EXERCISE DETAILS
An exact transcription of the records is required, minus any images.

*** RECORDS FOR THE EXERCISE ***

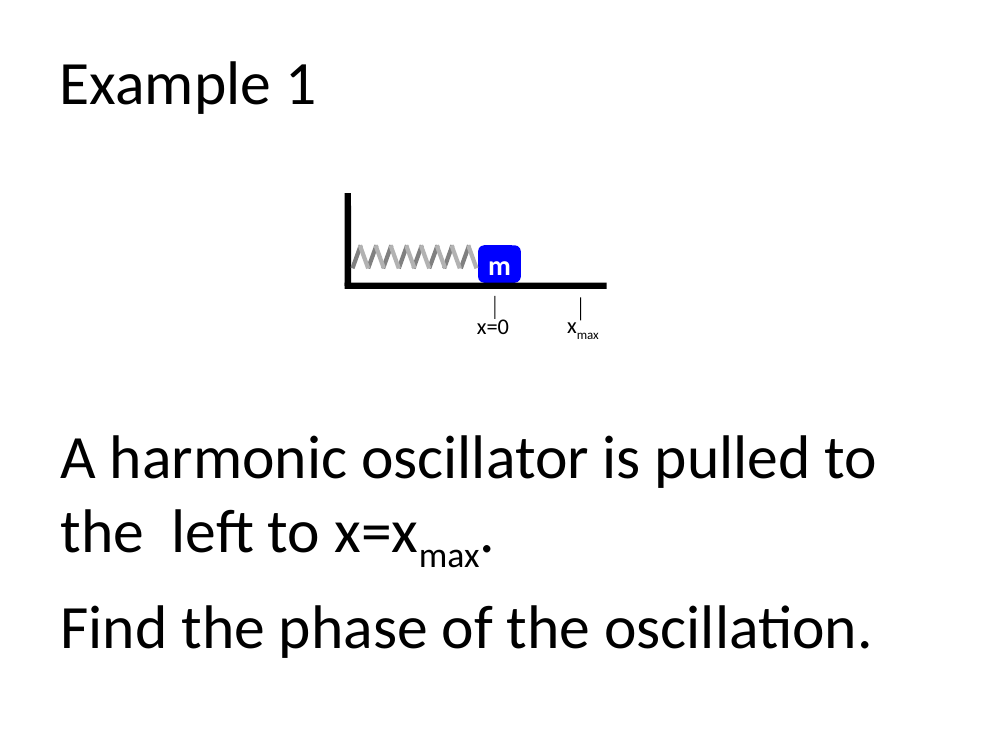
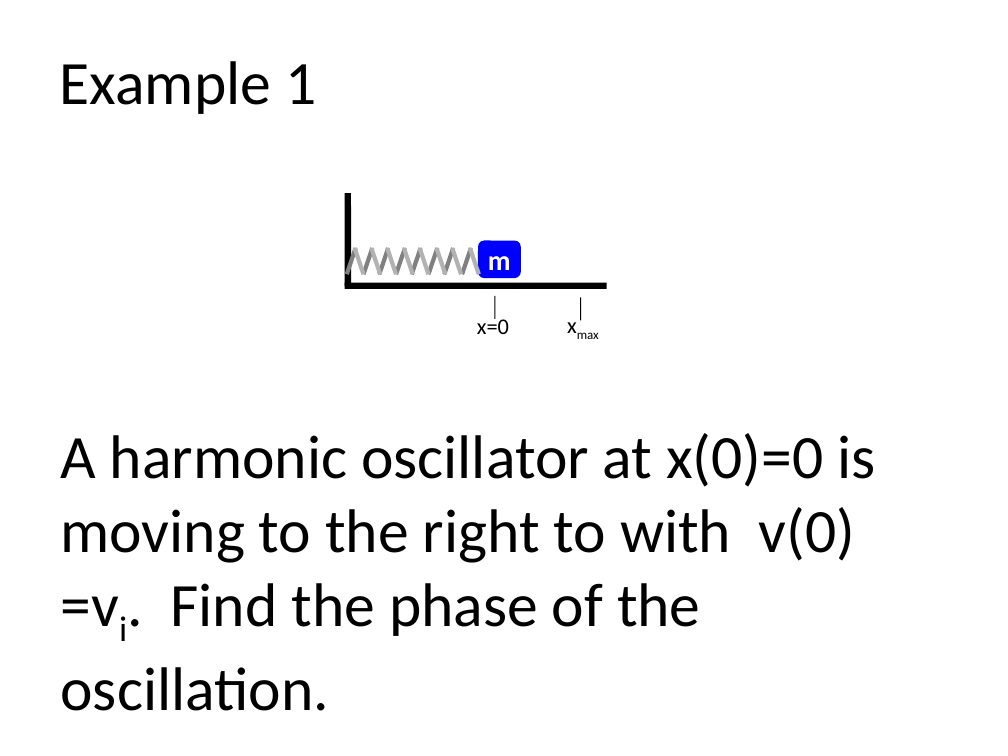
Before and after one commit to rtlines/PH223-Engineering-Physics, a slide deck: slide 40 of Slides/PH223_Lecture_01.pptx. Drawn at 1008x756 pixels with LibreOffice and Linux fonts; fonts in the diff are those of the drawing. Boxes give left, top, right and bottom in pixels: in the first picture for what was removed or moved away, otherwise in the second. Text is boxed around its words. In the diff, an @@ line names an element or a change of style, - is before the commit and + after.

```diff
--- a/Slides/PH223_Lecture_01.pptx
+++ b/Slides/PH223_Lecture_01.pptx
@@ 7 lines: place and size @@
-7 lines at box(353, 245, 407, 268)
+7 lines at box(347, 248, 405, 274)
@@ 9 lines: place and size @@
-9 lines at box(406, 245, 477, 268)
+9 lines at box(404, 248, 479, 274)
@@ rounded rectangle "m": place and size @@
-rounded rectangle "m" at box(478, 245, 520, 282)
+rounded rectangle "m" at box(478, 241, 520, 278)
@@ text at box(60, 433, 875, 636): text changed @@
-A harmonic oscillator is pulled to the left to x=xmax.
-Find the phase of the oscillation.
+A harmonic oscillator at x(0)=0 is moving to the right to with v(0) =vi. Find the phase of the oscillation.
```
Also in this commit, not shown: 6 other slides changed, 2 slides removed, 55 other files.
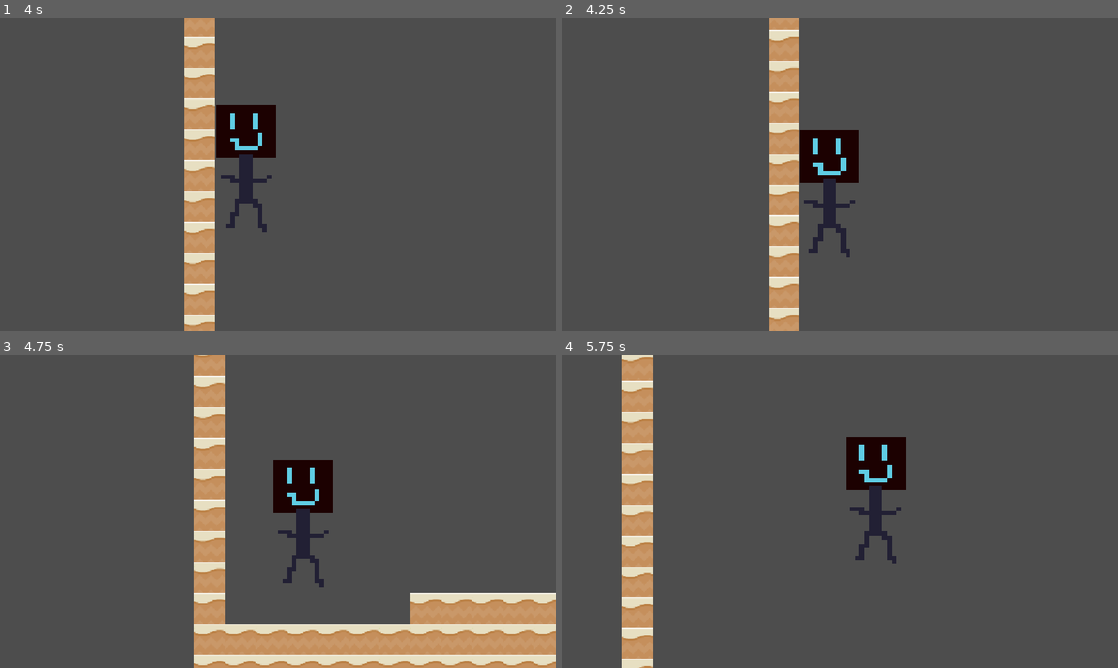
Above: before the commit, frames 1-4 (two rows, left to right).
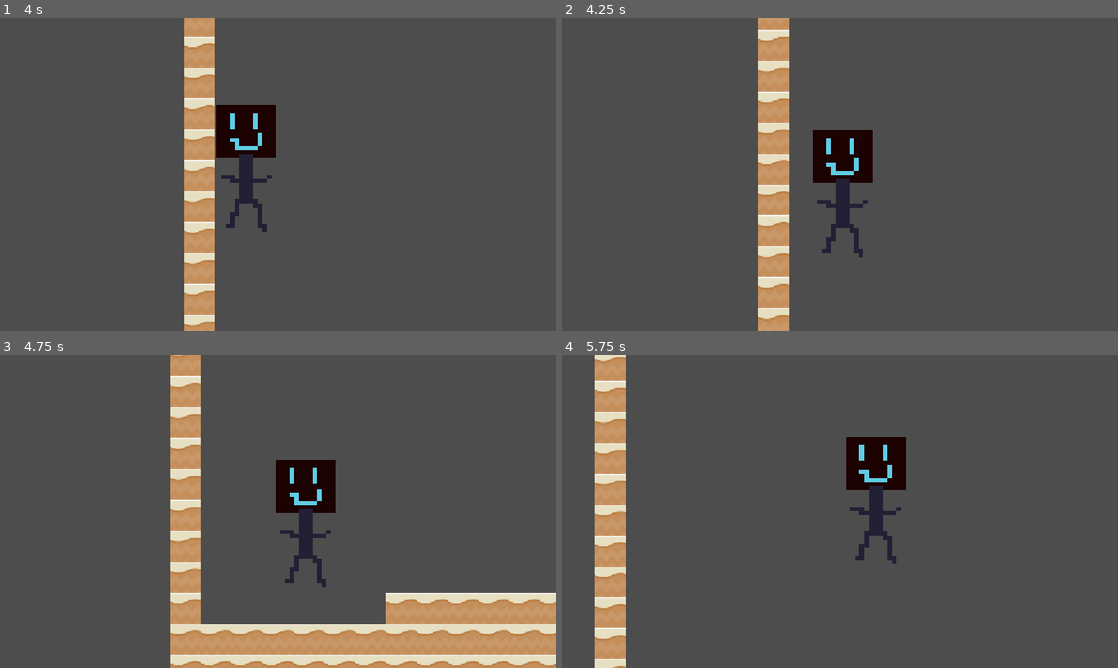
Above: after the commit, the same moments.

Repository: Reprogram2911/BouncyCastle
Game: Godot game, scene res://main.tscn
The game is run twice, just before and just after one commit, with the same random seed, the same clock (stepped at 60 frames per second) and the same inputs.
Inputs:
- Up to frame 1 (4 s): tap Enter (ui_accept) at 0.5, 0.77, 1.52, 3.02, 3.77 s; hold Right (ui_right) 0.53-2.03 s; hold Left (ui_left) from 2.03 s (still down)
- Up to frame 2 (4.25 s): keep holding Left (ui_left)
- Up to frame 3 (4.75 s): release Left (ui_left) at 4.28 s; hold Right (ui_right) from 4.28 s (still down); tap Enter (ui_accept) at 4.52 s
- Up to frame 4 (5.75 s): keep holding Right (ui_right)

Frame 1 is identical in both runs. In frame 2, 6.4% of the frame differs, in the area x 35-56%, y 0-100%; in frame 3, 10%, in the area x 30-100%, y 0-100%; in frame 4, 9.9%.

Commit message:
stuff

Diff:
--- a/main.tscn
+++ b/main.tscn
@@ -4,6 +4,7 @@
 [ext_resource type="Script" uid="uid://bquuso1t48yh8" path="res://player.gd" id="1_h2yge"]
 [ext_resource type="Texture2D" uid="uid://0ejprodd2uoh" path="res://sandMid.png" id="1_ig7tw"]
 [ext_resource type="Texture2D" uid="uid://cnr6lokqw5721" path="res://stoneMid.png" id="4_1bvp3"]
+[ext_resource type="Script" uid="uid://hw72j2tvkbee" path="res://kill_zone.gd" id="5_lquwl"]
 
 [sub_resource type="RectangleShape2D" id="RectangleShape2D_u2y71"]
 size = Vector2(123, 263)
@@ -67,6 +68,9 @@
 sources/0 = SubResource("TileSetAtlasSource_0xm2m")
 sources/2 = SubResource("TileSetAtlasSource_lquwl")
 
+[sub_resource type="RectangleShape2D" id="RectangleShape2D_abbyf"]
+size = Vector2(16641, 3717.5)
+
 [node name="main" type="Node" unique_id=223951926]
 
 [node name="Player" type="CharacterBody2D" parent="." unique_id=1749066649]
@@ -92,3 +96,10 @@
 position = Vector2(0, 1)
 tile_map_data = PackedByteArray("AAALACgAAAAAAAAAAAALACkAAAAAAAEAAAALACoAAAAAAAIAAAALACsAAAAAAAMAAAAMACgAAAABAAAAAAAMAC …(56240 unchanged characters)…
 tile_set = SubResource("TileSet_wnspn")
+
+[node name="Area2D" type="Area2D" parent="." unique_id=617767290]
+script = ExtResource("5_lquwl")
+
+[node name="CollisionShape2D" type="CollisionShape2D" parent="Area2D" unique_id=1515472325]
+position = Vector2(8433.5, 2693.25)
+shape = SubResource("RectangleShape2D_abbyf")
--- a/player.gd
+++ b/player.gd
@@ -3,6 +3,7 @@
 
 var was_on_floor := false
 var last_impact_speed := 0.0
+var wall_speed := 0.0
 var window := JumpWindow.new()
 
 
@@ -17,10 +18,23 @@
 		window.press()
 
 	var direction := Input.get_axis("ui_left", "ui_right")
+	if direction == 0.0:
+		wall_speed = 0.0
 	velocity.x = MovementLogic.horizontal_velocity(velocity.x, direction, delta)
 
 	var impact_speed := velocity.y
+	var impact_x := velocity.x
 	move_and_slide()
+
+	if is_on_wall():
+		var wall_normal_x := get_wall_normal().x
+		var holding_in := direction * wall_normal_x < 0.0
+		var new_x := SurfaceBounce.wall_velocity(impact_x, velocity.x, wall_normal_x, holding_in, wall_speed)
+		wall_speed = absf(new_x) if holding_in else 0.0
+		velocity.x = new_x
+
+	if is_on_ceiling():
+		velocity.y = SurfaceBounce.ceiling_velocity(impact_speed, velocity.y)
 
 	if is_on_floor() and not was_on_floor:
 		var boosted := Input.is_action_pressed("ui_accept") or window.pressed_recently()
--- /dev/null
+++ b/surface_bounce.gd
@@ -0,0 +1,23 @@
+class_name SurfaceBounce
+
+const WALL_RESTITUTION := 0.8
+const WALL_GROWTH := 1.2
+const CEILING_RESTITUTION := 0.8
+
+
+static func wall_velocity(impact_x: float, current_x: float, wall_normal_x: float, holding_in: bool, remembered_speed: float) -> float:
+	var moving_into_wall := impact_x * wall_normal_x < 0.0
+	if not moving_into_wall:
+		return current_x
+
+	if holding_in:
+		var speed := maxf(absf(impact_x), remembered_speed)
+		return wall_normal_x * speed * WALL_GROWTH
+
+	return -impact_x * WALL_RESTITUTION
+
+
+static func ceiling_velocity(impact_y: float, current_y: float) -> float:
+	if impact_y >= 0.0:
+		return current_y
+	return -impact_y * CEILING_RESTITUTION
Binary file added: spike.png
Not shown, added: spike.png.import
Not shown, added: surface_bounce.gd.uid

*** End of RECORDS FOR THE EXERCISE ***

SOLUTION TO THIS EXERCISE
Before and after one commit to rtlines/PH223-Engineering-Physics, a slide deck: slide 40 of Slides/PH223_Lecture_01.pptx. Drawn at 1008x756 pixels with LibreOffice and Linux fonts; fonts in the diff are those of the drawing. Boxes give left, top, right and bottom in pixels: in the first picture for what was removed or moved away, otherwise in the second. Text is boxed around its words. In the diff, an @@ line names an element or a change of style, - is before the commit and + after.

```diff
--- a/Slides/PH223_Lecture_01.pptx
+++ b/Slides/PH223_Lecture_01.pptx
@@ 7 lines: place and size @@
-7 lines at box(353, 245, 407, 268)
+7 lines at box(347, 248, 405, 274)
@@ 9 lines: place and size @@
-9 lines at box(406, 245, 477, 268)
+9 lines at box(404, 248, 479, 274)
@@ rounded rectangle "m": place and size @@
-rounded rectangle "m" at box(478, 245, 520, 282)
+rounded rectangle "m" at box(478, 241, 520, 278)
@@ text at box(60, 433, 875, 636): text changed @@
-A harmonic oscillator is pulled to the left to x=xmax.
-Find the phase of the oscillation.
+A harmonic oscillator at x(0)=0 is moving to the right to with v(0) =vi. Find the phase of the oscillation.
```
Also in this commit, not shown: 6 other slides changed, 2 slides removed, 55 other files.
Above: before the commit, frames 1-4 (two rows, left to right).
Above: after the commit, the same moments.

Repository: Reprogram2911/BouncyCastle
Game: Godot game, scene res://main.tscn
The game is run twice, just before and just after one commit, with the same random seed, the same clock (stepped at 60 frames per second) and the same inputs.
Inputs:
- Up to frame 1 (4 s): tap Enter (ui_accept) at 0.5, 0.77, 1.52, 3.02, 3.77 s; hold Right (ui_right) 0.53-2.03 s; hold Left (ui_left) from 2.03 s (still down)
- Up to frame 2 (4.25 s): keep holding Left (ui_left)
- Up to frame 3 (4.75 s): release Left (ui_left) at 4.28 s; hold Right (ui_right) from 4.28 s (still down); tap Enter (ui_accept) at 4.52 s
- Up to frame 4 (5.75 s): keep holding Right (ui_right)

Frame 1 is identical in both runs. In frame 2, 6.4% of the frame differs, in the area x 35-56%, y 0-100%; in frame 3, 10%, in the area x 30-100%, y 0-100%; in frame 4, 9.9%.

Commit message:
stuff

Diff:
--- a/main.tscn
+++ b/main.tscn
@@ -4,6 +4,7 @@
 [ext_resource type="Script" uid="uid://bquuso1t48yh8" path="res://player.gd" id="1_h2yge"]
 [ext_resource type="Texture2D" uid="uid://0ejprodd2uoh" path="res://sandMid.png" id="1_ig7tw"]
 [ext_resource type="Texture2D" uid="uid://cnr6lokqw5721" path="res://stoneMid.png" id="4_1bvp3"]
+[ext_resource type="Script" uid="uid://hw72j2tvkbee" path="res://kill_zone.gd" id="5_lquwl"]
 
 [sub_resource type="RectangleShape2D" id="RectangleShape2D_u2y71"]
 size = Vector2(123, 263)
@@ -67,6 +68,9 @@
 sources/0 = SubResource("TileSetAtlasSource_0xm2m")
 sources/2 = SubResource("TileSetAtlasSource_lquwl")
 
+[sub_resource type="RectangleShape2D" id="RectangleShape2D_abbyf"]
+size = Vector2(16641, 3717.5)
+
 [node name="main" type="Node" unique_id=223951926]
 
 [node name="Player" type="CharacterBody2D" parent="." unique_id=1749066649]
@@ -92,3 +96,10 @@
 position = Vector2(0, 1)
 tile_map_data = PackedByteArray("AAALACgAAAAAAAAAAAALACkAAAAAAAEAAAALACoAAAAAAAIAAAALACsAAAAAAAMAAAAMACgAAAABAAAAAAAMAC …(56240 unchanged characters)…
 tile_set = SubResource("TileSet_wnspn")
+
+[node name="Area2D" type="Area2D" parent="." unique_id=617767290]
+script = ExtResource("5_lquwl")
+
+[node name="CollisionShape2D" type="CollisionShape2D" parent="Area2D" unique_id=1515472325]
+position = Vector2(8433.5, 2693.25)
+shape = SubResource("RectangleShape2D_abbyf")
--- a/player.gd
+++ b/player.gd
@@ -3,6 +3,7 @@
 
 var was_on_floor := false
 var last_impact_speed := 0.0
+var wall_speed := 0.0
 var window := JumpWindow.new()
 
 
@@ -17,10 +18,23 @@
 		window.press()
 
 	var direction := Input.get_axis("ui_left", "ui_right")
+	if direction == 0.0:
+		wall_speed = 0.0
 	velocity.x = MovementLogic.horizontal_velocity(velocity.x, direction, delta)
 
 	var impact_speed := velocity.y
+	var impact_x := velocity.x
 	move_and_slide()
+
+	if is_on_wall():
+		var wall_normal_x := get_wall_normal().x
+		var holding_in := direction * wall_normal_x < 0.0
+		var new_x := SurfaceBounce.wall_velocity(impact_x, velocity.x, wall_normal_x, holding_in, wall_speed)
+		wall_speed = absf(new_x) if holding_in else 0.0
+		velocity.x = new_x
+
+	if is_on_ceiling():
+		velocity.y = SurfaceBounce.ceiling_velocity(impact_speed, velocity.y)
 
 	if is_on_floor() and not was_on_floor:
 		var boosted := Input.is_action_pressed("ui_accept") or window.pressed_recently()
--- /dev/null
+++ b/surface_bounce.gd
@@ -0,0 +1,23 @@
+class_name SurfaceBounce
+
+const WALL_RESTITUTION := 0.8
+const WALL_GROWTH := 1.2
+const CEILING_RESTITUTION := 0.8
+
+
+static func wall_velocity(impact_x: float, current_x: float, wall_normal_x: float, holding_in: bool, remembered_speed: float) -> float:
+	var moving_into_wall := impact_x * wall_normal_x < 0.0
+	if not moving_into_wall:
+		return current_x
+
+	if holding_in:
+		var speed := maxf(absf(impact_x), remembered_speed)
+		return wall_normal_x * speed * WALL_GROWTH
+
+	return -impact_x * WALL_RESTITUTION
+
+
+static func ceiling_velocity(impact_y: float, current_y: float) -> float:
+	if impact_y >= 0.0:
+		return current_y
+	return -impact_y * CEILING_RESTITUTION
Binary file added: spike.png
Not shown, added: spike.png.import
Not shown, added: surface_bounce.gd.uid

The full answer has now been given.